Interest rate. The Loan shall bear interest at the rate of 10.25% per annum on the principal
balance outstanding. Interest shall be a simple annual interest rate, not a compounding interest
Payment: Payments shall be scheduled as if the loan were for twenty-five (25) years instead of
twenty (20). For the first ten (10) years payments shall go toward the interest only. After this
period, Borrower may choose to pay a penalty and prepay the entire principal and use the
remaining time to pay the remaining interest OR the Borrower may choose to continue making
payments on interest until the entire loan is due and payable on its twentieth (20th) anniversary.
Prepayment: No prepayment of Principal may be made during the first ten (10) years after the
date on which amortization of Principal begins. Thereafter, the Loan may be prepaid in full upon
payment of an initial prepayment charge in the amount of 3% of the unpaid principal balance if
such prepayment is made in the eleventh loan year after amortization begins. The said percentage
shall decline at the rate of 0.25% in each succeeding loan year until the loan reaches maturity.
Installments shall be applied first to interest at the rate specified in this Commitment Letter and
the balance in reduction of principal.
Remedies. Each party hereto shall be entitled to specific performance of the covenants,
agreements, rights, and options contained in this Agreement. It is the express intent of all parties

hereto that the remedies of Lender under the Commitment Letter and the rights of Lender to
resort to specific performance as herein provided shall be cumulative and that the remedies set
forth in the Commitment Letter, including the provision for retaining the commitment fee
which is consideration for the issuance of the Commitment Letter, shall not constitute the only
remedies available to Lender in the case of any breach of this Agreement by Lender or
Borrower. Time is of the essence in this Agreement.
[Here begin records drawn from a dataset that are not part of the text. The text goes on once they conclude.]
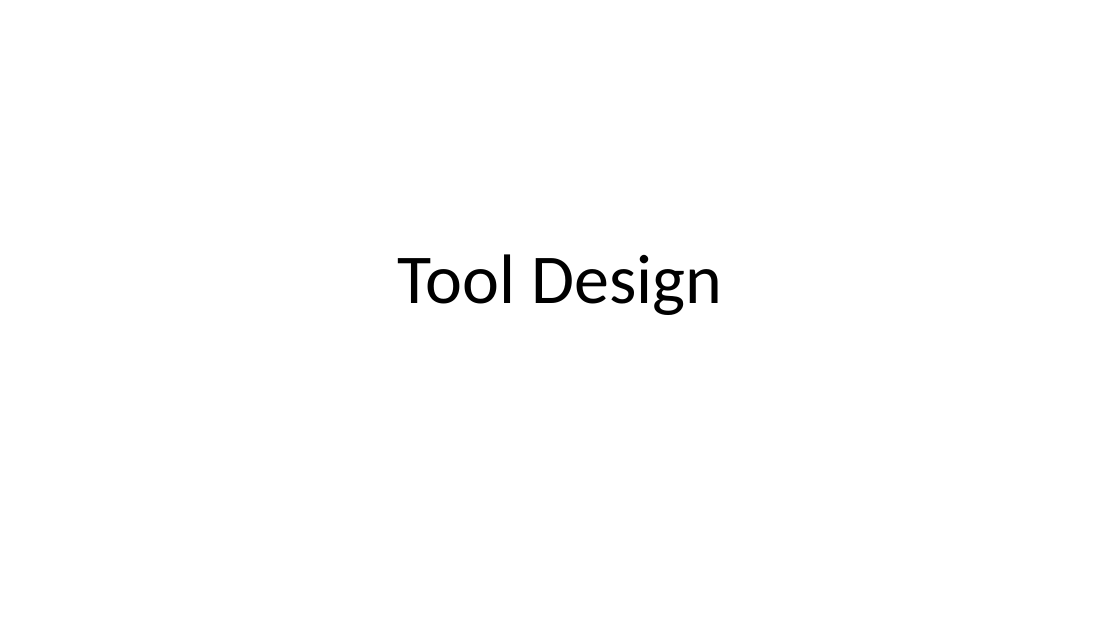
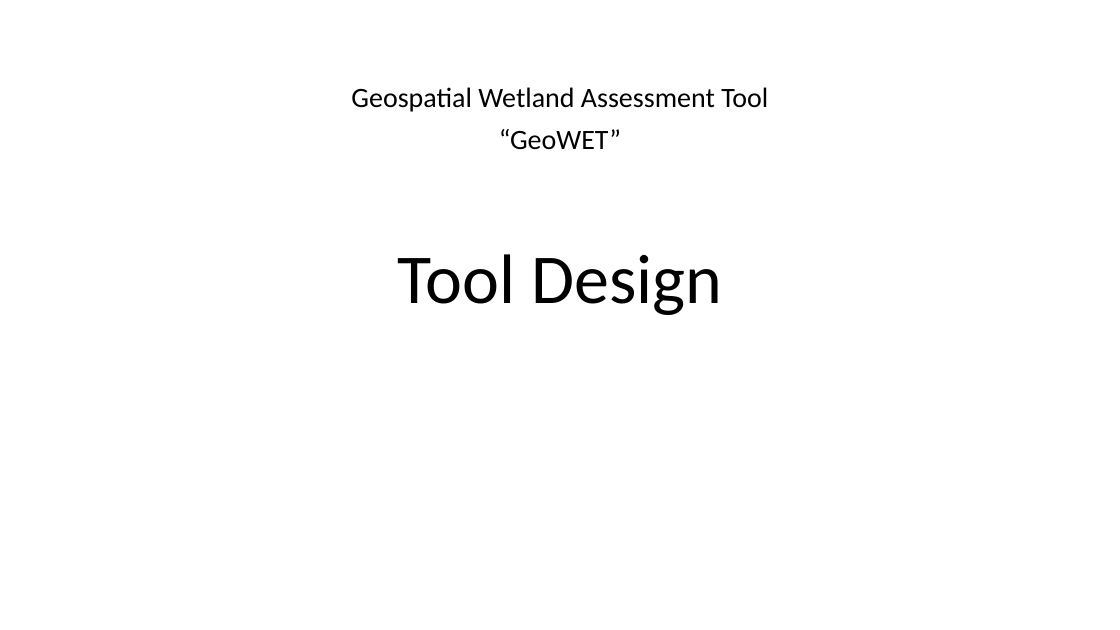
Before and after one commit to Duke-NSOE/GeoWET, a slide deck: slide 1 of Docs/ToolDesign.pptx. Drawn at 1120x630 pixels with LibreOffice and Linux fonts; fonts in the diff are those of the drawing. Boxes give left, top, right and bottom in pixels: in the first picture for what was removed or moved away, otherwise in the second. Text is boxed around its words. In the diff, an @@ line names an element or a change of style, - is before the commit and + after.

```diff
--- a/Docs/ToolDesign.pptx
+++ b/Docs/ToolDesign.pptx
@@ subtitle added at [351,87,768,150], 24 pt, text #000000 @@
+Geospatial Wetland Assessment Tool
+“GeoWET”
```
Also in this commit, not shown: 2 other slides changed, 4 slides added.
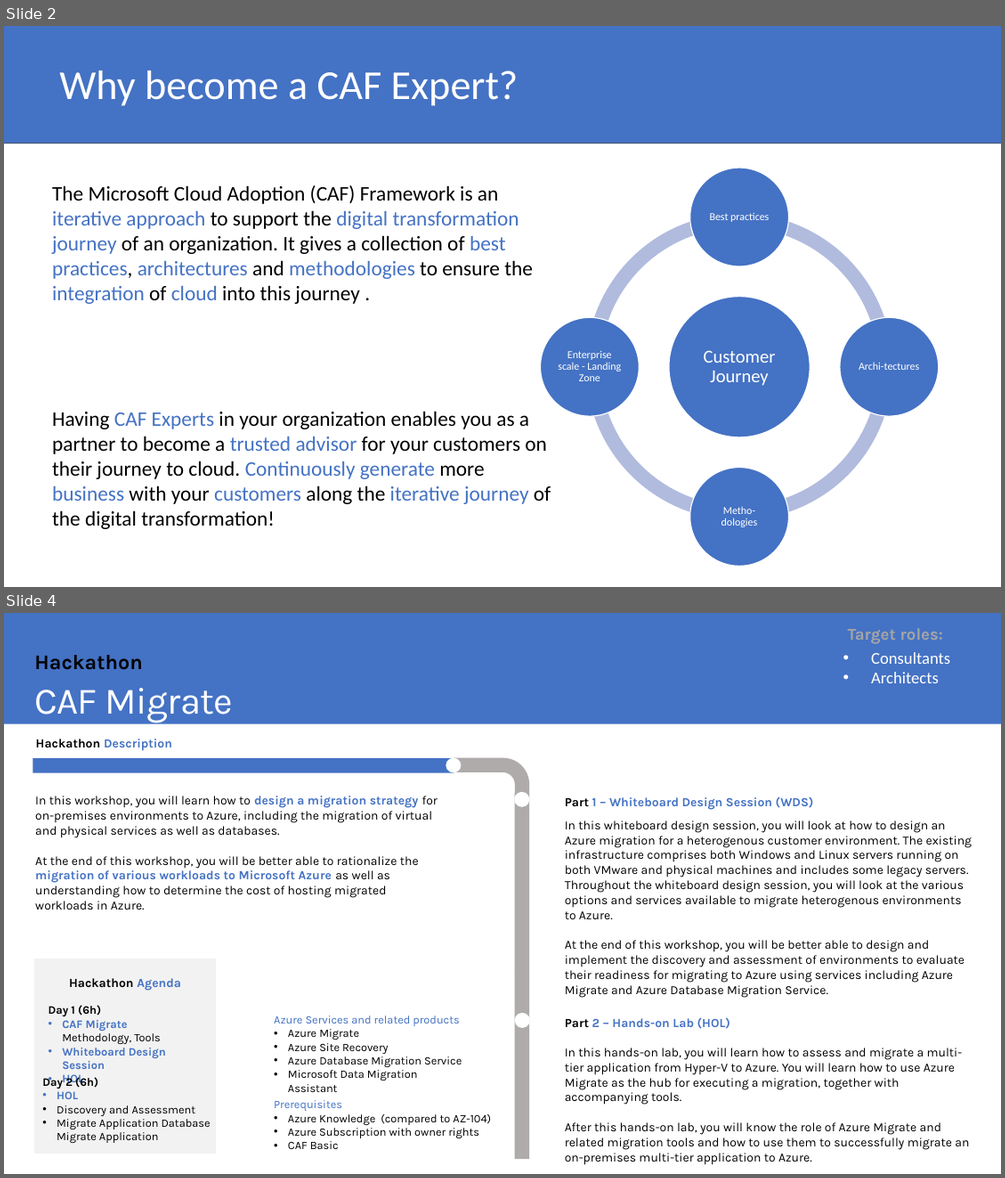
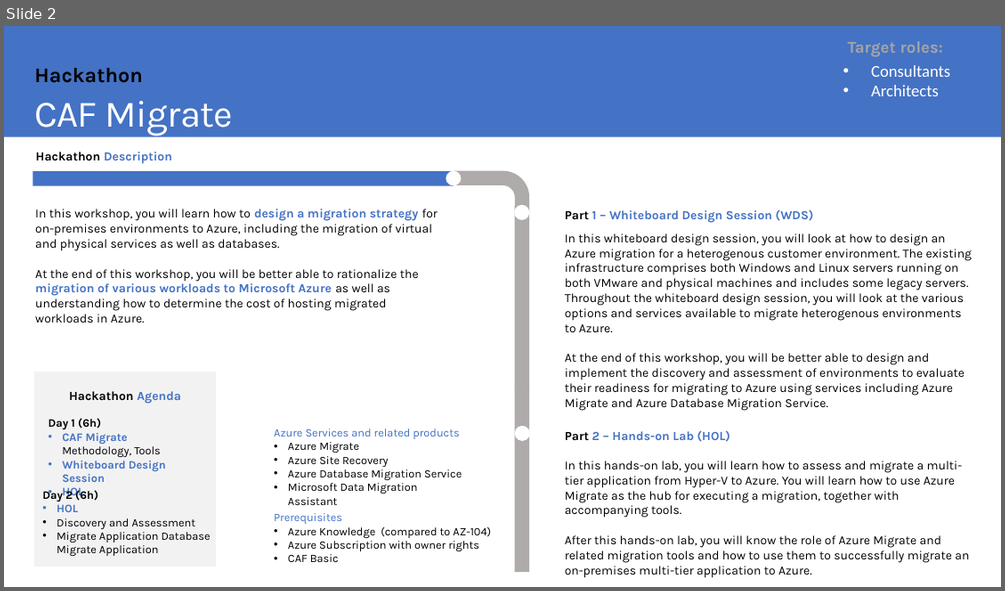
Before and after one commit to jonathan-vella/CAF-Expert-Learning-Path, a slide deck: 03-CAF Migrate - LoB Migration/sources/WalkingDeck-CAF-Migrate.pptx. Shown one above the other, each under a label of ours: slides 2 and 4 before the commit, slide 2 after it; the slides between them are not shown. The pictures are 1005x1178 and 1005x591 pixels, drawn with LibreOffice and Linux fonts; fonts in the diff are those of the drawing. Boxes give left, top, right and bottom in pixels: in the first picture for what was removed or moved away, otherwise in the second. Text is boxed around its words. In the diff, an @@ line names an element or a change of style, - is before the commit and + after.

```diff
--- a/03-CAF Migrate - LoB Migration/sources/WalkingDeck-CAF-Migrate.pptx
+++ b/03-CAF Migrate - LoB Migration/sources/WalkingDeck-CAF-Migrate.pptx
@@ slide 2 removed at (x1=4, y1=26, x2=1001, y2=587), background #FFFFFF @@
@@ rectangle removed at (x1=4, y1=26, x2=1001, y2=144) @@
@@ rectangle removed at (x1=4, y1=26, x2=1001, y2=143) @@
@@ title removed at (x1=59, y1=70, x2=518, y2=106) @@
-Why become a CAF Expert?
@@ text removed at (x1=52, y1=185, x2=533, y2=304) @@
-The Microsoft Cloud Adoption (CAF) Framework is an iterative approach to support the digital transformation journey of an organization. It gives a collection of best practices, architectures and methodologies to ensure the integration of cloud into this journey .
@@ group removed at (x1=541, y1=168, x2=938, y2=566): 5 ellipses, 5 texts, 4 arch (boxed as its full ring)s @@
-Customer Journey
-Best practices
-Archi-tectures
-Metho-dologies
-Enterprise scale - Landing Zone
@@ text removed at (x1=52, y1=410, x2=550, y2=529) @@
-Having CAF Experts in your organization enables you as a partner to become a trusted advisor for your customers on their journey to cloud. Continuously generate more business with your customers along the iterative journey of the digital transformation!
@@ what was slide 4 is now slide 2 @@
```
Also in this commit, not shown: 1 slide changed, 1 other slide removed, 1 other file.

Notices. All notices, demands, and requests hereunder shall be in writing and shall be deemed to
have been properly given if hand delivered or sent by U.S. Registered or Certified Mail, return
receipt requested, postage prepaid, addressed to the parties at their respective addresses.
Termination. This Agreement will terminate upon:
a. Full payment of the loan and its interest by the Borrower.
b. The mutual agreement of Borrower and Lender expressed in writing.
Modification. This Agreement may not be changed or modified in any manner other than by an
agreement in writing signed by all of the parties hereto.
Consents Not to Be Unreasonably Delayed. Whenever any party's consent or approval is
required, such consent or approval shall not be unreasonably delayed.
Governing Law. All disputes as to legality, interpretation, application or performance of this
Agreement or any of its terms shall be governed by the laws of the State of Gotham.
No Waiver. No waiver of any of the terms or conditions of this Agreement shall constitute a
waiver of any other term or condition of this Agreement.
Binding Agreement. This Agreement shall be binding upon and inure to the benefit of the
parties hereto and their respective heirs, personal representatives, successors and assigns subject,
however, to any restrictions on assignment contained in the Commitment Letter, the
Construction Loan Agreement and the Loan Papers.
Commitment fee. This commitment will be void unless it is funded in accordance with its terms
on or before the expiration of two years from its date. This commitment is good for a period of
fifteen (15) days. To accept, Lender must sign and return an executed copy of it. Borrower
agrees to a non-refundable commitment fee of $100,000 except where Borrower is entitled to a
credit of up to Seventy-Five Thousand Dollars ($75,000) on closing costs in the event the loan is
consumated. The fee shall be delivered to the Lender upon receipt of the executed copy of this
commitment letter and shall be deemed fully earned by the Lender at that time.